Do you ever think God made girls unattractive around their periods as a warning?
Moved my bed either I'm a whore or every guy I have ever slept with hid condom wrappers under my bed
Because of no shave november, it's no boys december... pay back
Drunk. Just jacked off for the third time in an hour. I love not being Catholic anymore.
I'm not giving my ex her earrings back. If some chick i hated gave me brownies i would still eat them. It's the same thing.
You peed in my camelbak and said it was a reverse catheter. Not cool.
You were a path of destruction, you started with eating half the cake, proceeded by throwing the rest in the sink and dumping water all over it while laughing... then throwing the drunk helmet across the room yelling that you didnt want to wear it... i'd say it was a successful birthday.
theres chocolate ground into my couch, nerds candy all over the floor and cocaine on every surface. great memorial day weekend and yours?
Tonight just try not to threaten to pee on the hot guys buying us drinks....please..
Do you think the firemen will remember me?
Yes. But you were sloppy, sobbing, and puked on two of them.

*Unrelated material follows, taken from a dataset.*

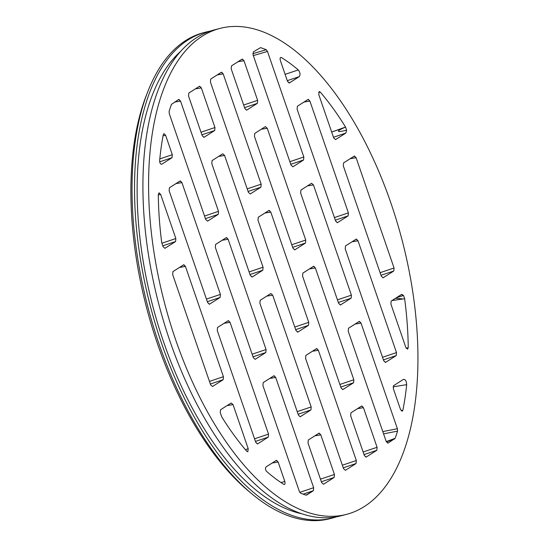 <?xml version="1.0" encoding="UTF-8"?>
<svg xmlns="http://www.w3.org/2000/svg" width="548" height="548" viewBox="0 0 548 548"><rect width="100%" height="100%" fill="white"/><g stroke="black" fill="none" stroke-linecap="round" stroke-linejoin="round"><path stroke-width="0.82" d="M275.658 37.737A251.08 122.875 75.4 0 0 220.125 28.38A251.08 122.875 75.4 0 0 164.352 302.297A251.08 122.875 75.4 0 0 346.432 514.394A251.08 122.875 75.4 0 0 414.884 307.695A251.08 122.875 75.4 0 0 291.666 48.114A251.08 122.875 75.4 0 0 275.658 37.737A251.08 122.875 75.4 0 0 220.125 28.38A251.08 122.875 75.4 0 0 164.352 302.297A251.08 122.875 75.4 0 0 346.432 514.394A251.08 122.875 75.4 0 0 414.884 307.695A251.08 122.875 75.4 0 0 291.666 48.114A251.08 122.875 75.4 0 0 275.658 37.737M254.464 136.411L292.954 248.196L294.687 249.909L305.469 243.052L305.736 240.051L267.246 128.273L265.383 126.622L254.724 133.417L254.464 136.411L292.954 248.196L294.817 249.84L305.469 243.052L305.736 240.051L267.246 128.273L265.383 126.622L254.724 133.417L254.464 136.411M302.571 276.124L341.062 387.909L342.795 389.614L353.576 382.764L353.844 379.764L315.353 267.979L313.723 266.239L302.832 273.123L302.571 276.124L341.062 387.909L342.925 389.553L353.576 382.764L353.844 379.764L315.353 267.979L313.49 266.335L302.832 273.123L302.571 276.124M366.174 457.08L376.832 450.292L377.093 447.291L363.461 407.691L361.824 405.952L350.939 412.836L350.679 415.836L364.31 455.436L366.05 457.142L376.832 450.292L377.093 447.291L363.461 407.691L361.598 406.047L350.939 412.836L350.679 415.836L364.31 455.436L366.174 457.08M397.389 428.721L397.547 431.112A233.058 114.053 -104.6 0 1 395.108 438.338L387.936 443.195L386.203 441.489L348.24 331.245L348.501 328.245L359.392 321.361L361.022 323.101L397.389 428.721L397.547 431.112L383.573 433.865L397.547 431.112A233.058 114.053 -104.6 0 1 395.108 438.338L388.059 443.133L386.203 441.489L348.24 331.245L348.501 328.245L359.159 321.457L361.022 323.101L397.389 428.721L382.799 431.605L397.389 428.721M297.824 332.136L308.483 325.348L308.743 322.347L270.787 212.103L269.15 210.364L258.266 217.248L258.005 220.248L295.961 330.492L297.701 332.204L308.483 325.348L308.743 322.347L270.787 212.103L268.924 210.459L258.266 217.248L258.005 220.248L295.961 330.492L297.824 332.136M250.251 193.965L260.903 187.176L261.17 184.176L223.207 73.932L221.577 72.185L210.685 79.076L210.425 82.07L248.388 192.314L250.251 193.965L260.903 187.176L261.17 184.176L223.207 73.932L221.344 72.281L210.685 79.076L210.425 82.07L248.388 192.314L250.251 193.965M257.629 100.339L243.997 60.746L238.044 61.705L243.997 60.746L242.291 59.02L231.475 65.89L231.215 68.884L244.846 108.483L246.586 110.196L257.368 103.339L244.559 107.641L257.368 103.339L257.629 100.339L243.997 60.746L242.134 59.095L231.475 65.89L231.215 68.884L244.846 108.483L246.71 110.127L257.368 103.339L257.629 100.339L243.655 105.031L257.629 100.339M345.233 248.95L383.716 360.728L385.456 362.44L396.238 355.584L396.499 352.583L358.008 240.805L356.378 239.058L345.493 245.949L345.233 248.95L383.716 360.728L385.58 362.372L396.238 355.584L396.499 352.583L358.008 240.805L356.152 239.161L345.493 245.949L345.233 248.95M383.141 277.781L393.8 270.993L394.067 267.993L356.104 157.749L354.474 156.002L343.582 162.893L343.322 165.893L381.285 276.137L383.018 277.843L393.8 270.993L394.067 267.993L356.104 157.749L354.241 156.105L343.582 162.893L343.322 165.893L381.285 276.137L383.141 277.781M297.126 109.237L335.616 221.015L337.349 222.728L348.131 215.871L348.391 212.871L309.908 101.092L308.271 99.352L297.386 106.237L297.126 109.237L335.616 221.015L337.472 222.659L348.131 215.871L348.391 212.871L309.908 101.092L308.045 99.448L297.386 106.237L297.126 109.237M311.579 183.279L300.927 190.067L300.66 193.067L338.623 303.311L340.363 305.024L351.145 298.167L351.405 295.166L313.442 184.923L311.579 183.279L300.927 190.067L300.66 193.067L338.623 303.311L340.486 304.962L351.145 298.167L351.405 295.166L313.442 184.923L311.579 183.279M292.906 166.784L291.043 165.14L253.087 54.896L253.347 51.896L260.526 47.628A233.058 114.053 -104.6 0 1 266.225 49.731L267.472 51.423L303.825 156.995L303.565 159.995L292.906 166.784L291.043 165.14L253.087 54.896L253.347 51.896L260.526 47.628A233.058 114.053 -104.6 0 1 266.225 49.731L267.472 51.423L303.825 156.995L303.565 159.995L292.906 166.784M217.255 330.485L255.738 442.263L257.478 443.976L268.26 437.119L268.52 434.119L230.037 322.34L228.4 320.594L217.515 327.485L217.255 330.485L255.738 442.263L257.601 443.907L268.26 437.119L268.52 434.119L230.037 322.34L228.174 320.696L217.515 327.485L217.255 330.485M169.147 190.773L207.637 302.551L209.37 304.263L220.152 297.406L220.419 294.406L181.929 182.628L180.292 180.888L169.407 187.772L169.147 190.773L207.637 302.551L209.5 304.195L220.152 297.406L220.419 294.406L181.929 182.628L180.066 180.984L169.407 187.772L169.147 190.773M306.538 495.07L305.969 495.132A233.058 114.053 -104.6 0 1 300.633 493.173L299.379 491.481L262.924 385.6L263.184 382.6L274.069 375.716L275.706 377.456L313.661 487.699L313.401 490.7L305.969 495.132A233.058 114.053 -104.6 0 1 300.633 493.173L299.379 491.481L262.924 385.6L263.184 382.6L273.842 375.812L275.706 377.456L313.661 487.699L313.401 490.7L306.538 495.07M164.927 248.319L163.064 246.675L161.681 242.326A233.058 114.053 -104.6 0 1 158.304 194.41L159.091 192.8L160.701 194.54L175.846 238.531L175.586 241.531L164.927 248.319L163.064 246.675L161.681 242.326A233.058 114.053 -104.6 0 1 158.304 194.41L159.091 192.8L160.701 194.54L175.846 238.531L175.586 241.531L164.927 248.319M212.508 386.498L223.166 379.702L223.426 376.702L185.464 266.458L183.833 264.718L172.949 271.603L172.682 274.603L210.644 384.847L212.508 386.498L223.166 379.702L223.426 376.702L185.464 266.458L183.607 264.814L172.949 271.603L172.682 274.603L210.644 384.847L212.508 386.498M231.181 402.992L233.044 404.636L248.21 448.675L247.826 451.737L246.744 451.257A233.058 114.053 -104.6 0 1 221.851 417.062L220.262 412.781L220.522 409.781L231.181 402.992L233.044 404.636L248.21 448.675L247.826 451.737L246.744 451.257A233.058 114.053 -104.6 0 1 221.851 417.062L220.262 412.781L220.522 409.781L231.181 402.992M211.802 163.592L250.292 275.37L252.032 277.083L262.814 270.233L263.074 267.232L224.584 155.447L222.721 153.803L212.069 160.591L211.802 163.592L250.292 275.37L252.155 277.021L262.814 270.233L263.074 267.232L224.584 155.447L222.721 153.803L212.069 160.591L211.802 163.592M259.91 303.304L298.4 415.083L300.14 416.795L310.921 409.938L311.182 406.938L272.692 295.16L270.828 293.516L260.177 300.304L259.91 303.304L298.4 415.083L300.263 416.733L310.921 409.938L311.182 406.938L272.692 295.16L270.828 293.516L260.177 300.304L259.91 303.304M323.512 484.261L334.17 477.466L334.431 474.465L320.799 434.872L319.169 433.132L308.277 440.017L308.017 443.017L321.649 482.61L323.512 484.261L334.17 477.466L334.431 474.465L320.799 434.872L318.936 433.228L308.277 440.017L308.017 443.017L321.649 482.61L323.512 484.261M345.404 470.314L356.063 463.526L356.323 460.526L318.361 350.282L316.73 348.535L305.846 355.426L305.579 358.419L343.541 468.663L345.404 470.314L356.063 463.526L356.323 460.526L318.361 350.282L316.497 348.631L305.846 355.426L305.579 358.419L343.541 468.663L345.404 470.314M266.088 349.528L228.126 239.284L226.495 237.537L215.604 244.429L215.343 247.429L253.306 357.673L255.169 359.317L265.821 352.528L266.088 349.528L228.126 239.284L226.262 237.64L215.604 244.429L215.343 247.429L253.306 357.673L255.169 359.317L265.821 352.528L266.088 349.528L252.114 354.22L266.088 349.528M207.589 221.139L205.726 219.495L169.284 113.662L169.133 111.265A233.058 114.053 -104.6 0 1 171.469 104.367L178.915 99.366L180.545 101.106L218.508 211.35L218.248 214.35L207.589 221.139L205.726 219.495L169.284 113.662L169.133 111.265A233.058 114.053 -104.6 0 1 171.469 104.367L178.689 99.462L180.545 101.106L218.508 211.35L218.248 214.35L207.589 221.139M214.967 127.52L201.335 87.92L195.383 88.879L201.335 87.92L199.63 86.2L188.813 93.064L188.553 96.064L202.185 135.664L203.924 137.37L214.706 130.52L201.897 134.822L214.706 130.52L214.967 127.52L201.335 87.92L199.472 86.276L188.813 93.064L188.553 96.064L202.185 135.664L204.048 137.308L214.706 130.52L214.967 127.52L201 132.212L214.967 127.52M159.632 160.742A233.058 114.053 -104.6 0 1 163.297 134.561L163.996 133.602L165.64 135.329L172.312 154.694L172.045 157.694L159.687 161.845L172.045 157.694L161.749 164.256C160.489 164.325 159.783 163.153 159.632 160.742A233.058 114.053 -104.6 0 1 163.297 134.561L163.996 133.602L165.64 135.329L172.312 154.694L172.045 157.694L161.749 164.256C160.489 164.325 159.783 163.153 159.632 160.742M276.281 460.402L265.979 466.965C265.136 468.239 265.348 469.725 266.609 471.431C265.348 469.725 265.136 468.239 265.979 466.965L276.507 460.306L278.137 462.053L284.809 481.418C285.316 483.685 284.967 484.665 283.741 484.357A233.058 114.053 -104.6 0 1 266.609 471.431A233.058 114.053 -104.6 0 0 283.741 484.357L284.391 484.487L283.741 484.357C284.967 484.665 285.316 483.685 284.809 481.418L278.137 462.053L276.281 460.402M289.371 82.954L299.263 76.645C300.523 74.706 300.201 72.466 298.29 69.925C300.201 72.466 300.523 74.706 299.263 76.645L289.152 83.043L287.508 81.303L280.336 60.479C279.823 58.225 280.172 57.239 281.384 57.526A233.058 114.053 -104.6 0 1 298.29 69.925L285.118 74.364L298.29 69.925A233.058 114.053 -104.6 0 0 281.384 57.526L280.336 57.745L281.384 57.526C280.172 57.239 279.823 58.225 280.336 60.479L287.508 81.303L289.371 82.954M406.671 384.669A233.058 114.053 -104.6 0 1 402.849 410.274L402.232 411.192L400.506 409.486L393.334 388.655L393.601 385.655L403.499 379.353C405.404 379.264 406.458 381.038 406.671 384.669L393.08 386.833L406.671 384.669A233.058 114.053 -104.6 0 1 402.849 410.274L402.232 411.192L400.506 409.486L393.334 388.655L393.601 385.655L403.499 379.353C405.404 379.264 406.458 381.038 406.671 384.669M404.643 298.722L403.534 295.488L396.553 297.633L403.534 295.488L401.8 294.365L391.162 301.064L390.902 304.065L405.842 347.459L407.596 349.165L405.842 347.459L390.902 304.065L391.162 301.064L401.465 294.502L403.534 295.488L404.643 298.722A233.058 114.053 -104.6 0 1 408.239 347.576L407.596 349.165L408.239 347.576L406.26 348.35L408.239 347.576A233.058 114.053 -104.6 0 0 404.643 298.722L391.916 300.585L404.643 298.722M335.568 139.603L345.857 133.048L346.624 130.212L345.541 127.068A233.058 114.053 -104.6 0 0 320.244 92.03L318.6 92.297L320.244 92.03A233.058 114.053 -104.6 0 1 345.541 127.068L343.754 127.889C339.705 129.643 338.006 130.828 338.657 131.438C338.931 131.767 341.582 131.356 346.624 130.212L345.857 133.048L335.568 139.603L333.705 137.959L318.778 94.612L319.272 91.523L320.244 92.03L319.272 91.523L318.778 94.612L333.705 137.959L335.568 139.603M340.767 515.867A251.08 122.875 -104.6 0 1 158.687 303.77A251.08 122.875 -104.6 0 1 214.46 29.852L220.125 28.38L214.46 29.852A251.08 122.875 -104.6 0 0 158.687 303.77A251.08 122.875 -104.6 0 0 340.767 515.867L346.432 514.394L340.767 515.867M210.302 31.099A251.08 122.875 75.4 0 0 206.062 32.037A251.08 122.875 75.4 0 0 150.296 305.948A251.08 122.875 75.4 0 0 332.369 518.052A251.08 122.875 75.4 0 0 336.527 516.805A251.08 122.875 75.4 0 1 332.369 518.052A251.08 122.875 75.4 0 1 150.296 305.948A251.08 122.875 75.4 0 1 206.062 32.037A251.08 122.875 75.4 0 1 210.302 31.099M329.855 518.703A251.08 122.875 -104.6 0 1 252.238 494.18A251.08 122.875 -104.6 0 1 147.693 91.906A251.08 122.875 -104.6 0 1 203.548 32.688L206.062 32.037L203.548 32.688A251.08 122.875 -104.6 0 0 147.693 91.906A251.08 122.875 -104.6 0 0 252.238 494.18A251.08 122.875 -104.6 0 0 329.855 518.703L332.369 518.052L329.855 518.703M163.715 342.26A246.23 120.498 -104.6 0 1 181.073 50.991A246.23 120.498 -104.6 0 0 163.715 342.26A246.23 120.498 75.4 0 0 301.311 513.661A246.23 120.498 75.4 0 1 163.715 342.26M249.299 491.748A247.354 121.046 -104.6 0 1 146.309 95.448L147.693 91.906L146.309 95.448A247.354 121.046 -104.6 0 0 249.299 491.748L252.238 494.18L249.299 491.748M252.827 53.697L266.225 49.731L252.827 53.697M386.237 441.599L395.108 438.338L386.237 441.599M401.259 410.808L402.849 410.274L401.259 410.808M331.67 132.047L345.541 127.068L346.624 130.212C341.582 131.356 338.931 131.767 338.657 131.438C338.006 130.828 339.705 129.643 343.754 127.889L331.67 132.047M395.505 298.297L402.143 298.852L395.505 298.297M343.254 467.821L356.063 463.526L343.254 467.821M342.349 465.211L356.323 460.526L342.349 465.211M312.415 351.241L318.361 350.282L312.415 351.241M364.023 454.593L376.832 450.292L364.023 454.593M363.125 451.984L377.093 447.291L363.125 451.984M357.508 408.65L363.461 407.691L357.508 408.65M340.767 387.066L353.576 382.764L340.767 387.066M339.87 384.456L353.844 379.764L339.87 384.456M309.401 268.938L315.353 267.979L309.401 268.938M292.666 247.354L305.469 243.052L292.666 247.354M291.762 244.744L305.736 240.051L291.762 244.744M261.293 129.232L267.246 128.273L261.293 129.232M290.755 164.297L303.565 159.995L290.755 164.297M289.858 161.687L303.825 156.995L289.858 161.687M253.327 55.601L267.472 51.423L253.327 55.601M386.381 441.948L394.711 438.9L386.381 441.948M355.07 324.06L361.022 323.101L355.07 324.06M287.282 80.666L299.263 76.645L287.282 80.666M333.472 137.288L345.857 133.048L333.472 137.288M338.335 302.469L351.145 298.167L338.335 302.469M337.431 299.859L351.405 295.166L337.431 299.859M307.497 185.882L313.442 184.923L307.497 185.882M383.429 359.885L396.238 355.584L383.429 359.885M382.531 357.275L396.499 352.583L382.531 357.275M352.063 241.764L358.008 240.805L352.063 241.764M335.321 220.173L348.131 215.871L335.321 220.173M334.424 217.563L348.391 212.871L334.424 217.563M303.955 102.051L309.908 101.092L303.955 102.051M380.99 275.295L393.8 270.993L380.99 275.295M380.093 272.685L394.067 267.993L380.093 272.685M350.151 158.708L356.104 157.749L350.151 158.708M295.673 329.649L308.483 325.348L295.673 329.649M294.776 327.04L308.743 322.347L294.776 327.04M264.835 213.062L270.787 212.103L264.835 213.062M210.357 384.004L223.166 379.702L210.357 384.004M209.459 381.394L223.426 376.702L209.459 381.394M179.518 267.417L185.464 266.458L179.518 267.417M162.777 245.833L175.586 241.531L162.777 245.833M161.879 243.223L175.846 238.531L161.879 243.223M158.31 194.848L160.701 194.54L158.31 194.848M227.091 405.595L233.044 404.636L227.091 405.595M248.21 448.675L245.422 449.709L248.21 448.675M272.192 463.012L278.137 462.053L272.192 463.012M284.809 481.418L281.049 482.589L284.809 481.418M163.064 135.801L165.64 135.329L163.064 135.801M172.312 154.694L159.804 158.893L172.312 154.694M174.6 102.065L180.545 101.106L174.6 102.065M204.541 216.042L218.508 211.35L204.541 216.042M205.438 218.652L218.248 214.35L205.438 218.652M269.753 378.415L275.706 377.456L269.753 378.415M299.79 492.357L313.661 487.699L299.79 492.357M303.14 494.145L313.401 490.7L303.14 494.145M255.45 441.421L268.26 437.119L255.45 441.421M254.553 438.811L268.52 434.119L254.553 438.811M224.084 323.299L230.037 322.34L224.084 323.299M207.343 301.708L220.152 297.406L207.343 301.708M206.445 299.098L220.419 294.406L206.445 299.098M175.976 183.587L181.929 182.628L175.976 183.587M253.012 356.83L265.821 352.528L253.012 356.83M222.173 240.243L228.126 239.284L222.173 240.243M321.361 481.767L334.17 477.466L321.361 481.767M320.464 479.158L334.431 474.465L320.464 479.158M314.847 435.831L320.799 434.872L314.847 435.831M298.112 414.24L310.921 409.938L298.112 414.24M297.215 411.63L311.182 406.938L297.215 411.63M266.746 296.119L272.692 295.16L266.746 296.119M250.004 274.527L262.814 270.233L250.004 274.527M249.107 271.918L263.074 267.232L249.107 271.918M218.638 156.406L224.584 155.447L218.638 156.406M248.093 191.471L260.903 187.176L248.093 191.471M247.196 188.861L261.17 184.176L247.196 188.861M217.255 74.891L223.207 73.932L217.255 74.891"/></g></svg>

You won't get in their pants.
I'll be honest, this year's Vegas trip will be nothing short of disappointing if there's no repeat of the angry ménage a trios in a closet.
if you go to jail tonight, call call me. i wanna get out of work
You made the lady who made your cheeseburger sign the box so that when she got famous you would have her autograph.
How bad is it that I can say that this isn't the first time a married man, who is in the military, has tried to make me his mistress?
I couldnt face her after that wonderful, terrible blowjob. Made a rope out of towels and climbed out her bathroom window.